Высокая сознательность и способность к рефлексии подводят Зинаиду, заставляя ее ошибочно полагать, что она в силах взять собственную судьбу в свои руки. Рассказчик карает героиню за дерзость, разоблачая ее семиотическую слепоту. Однажды на балу Зинаиде наконец удается пробудить страсть в князе Ряжском, и теперь она твердо убеждена: влюбленный князь на ней женится и они вместе начнут новую жизнь[803]. Однако эта уверенность в возможности начать новую жизнь зиждется на совершенно ошибочной интерпретации окружающих знаков: князь вскоре раскаивается в греховных помыслах и просит прощения у Рынина.
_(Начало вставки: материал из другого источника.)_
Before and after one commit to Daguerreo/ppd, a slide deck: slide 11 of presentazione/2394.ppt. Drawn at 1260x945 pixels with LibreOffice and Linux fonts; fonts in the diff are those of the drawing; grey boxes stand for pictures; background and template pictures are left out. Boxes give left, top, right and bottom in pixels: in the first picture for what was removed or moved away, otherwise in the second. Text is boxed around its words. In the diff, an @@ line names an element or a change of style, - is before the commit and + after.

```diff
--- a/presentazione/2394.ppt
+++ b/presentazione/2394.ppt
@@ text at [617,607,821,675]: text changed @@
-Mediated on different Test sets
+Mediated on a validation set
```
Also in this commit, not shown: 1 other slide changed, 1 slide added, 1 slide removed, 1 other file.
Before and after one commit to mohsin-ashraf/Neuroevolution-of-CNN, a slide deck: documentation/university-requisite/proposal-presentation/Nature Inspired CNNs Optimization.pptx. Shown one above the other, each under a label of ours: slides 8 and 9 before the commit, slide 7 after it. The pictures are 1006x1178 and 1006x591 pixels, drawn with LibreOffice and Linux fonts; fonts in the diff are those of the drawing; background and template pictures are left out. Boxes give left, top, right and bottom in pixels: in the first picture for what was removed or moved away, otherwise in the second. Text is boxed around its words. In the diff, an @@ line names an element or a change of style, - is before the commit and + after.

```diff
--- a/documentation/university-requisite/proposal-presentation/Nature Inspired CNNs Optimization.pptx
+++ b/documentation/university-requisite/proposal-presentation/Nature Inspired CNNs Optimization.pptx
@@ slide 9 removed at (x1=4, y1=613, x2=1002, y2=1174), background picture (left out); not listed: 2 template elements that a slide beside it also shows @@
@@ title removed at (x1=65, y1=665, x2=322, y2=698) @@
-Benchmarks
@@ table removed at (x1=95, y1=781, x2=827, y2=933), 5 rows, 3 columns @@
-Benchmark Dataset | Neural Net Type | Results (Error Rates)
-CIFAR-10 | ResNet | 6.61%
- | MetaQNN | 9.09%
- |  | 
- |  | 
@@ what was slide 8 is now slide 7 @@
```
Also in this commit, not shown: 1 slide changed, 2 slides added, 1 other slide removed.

Когда он приходит к Зинаиде, желая извиниться за свое поведение на балу и перед ней, она принимает его, не сомневаясь в «победе». Их объяснение, очень важное для нашей аргументации и потому обширно цитируемое ниже, изображается при помощи частой смены внутренней и нулевой фокализации. Это помещает всю сцену в двойную перспективу: с одной стороны, происходящее передается с точки зрения всеведущего рассказчика, а с другой – глазами ни о чем не подозревающей Зинаиды. Это особо подчеркивает ее семиотическую неосведомленность:
Что она говорила ему? Неужели то, что она ясно видит теперь свою «судьбу», что она готова сбросить с себя «узы», что она сумеет сделаться подругой, достойной такого человека?.. Неужели все эти слова произносила она вслух, наклонившись к нему?.. ‹…› Неужели она, когда говорила, не разглядела на его лице чего-нибудь, что должно бы было удержать ее мгновенно? Да, говорила… и так сладко, так пространно и местами торжественно, как никогда не умела, с тех пор, как себя помнит. Длилось это с четверть часа. Он не прерывал ее; но глаза были опущены, мелькнуло перед ней нечто, напоминавшее ей сцену во флигеле его усадьбы… но только мелькнуло. Все, до самого конца, выговорила она. И опять ‹…› охватило ее чувство близости своей победы. Невольно опустила она глаза. И что же? Он сидел, как прикованный к стулу. Вышла пауза в несколько секунд, показавшаяся ей ужасно долгой. Она должна была и его дослушать до конца. Сначала ей послышался знакомый тон, каким он говаривал и в Ширяеве, и у себя. «Зачем все это, если он – мой, если я довела его до страсти?!» – спросила она себя. Но слова были другие. Не сразу схватывала она их: что-то ей мешало принимать их в себя, вновь уяснять себе их смысл. «Он отказывается от меня?» – был второй ее вопрос. Не отказывается, а кается ей в чем-то, называет себя разными «душеспасительными», суровыми словами, повторяет несколько раз, что он один, только он, а никак не она, во всем виноват[804].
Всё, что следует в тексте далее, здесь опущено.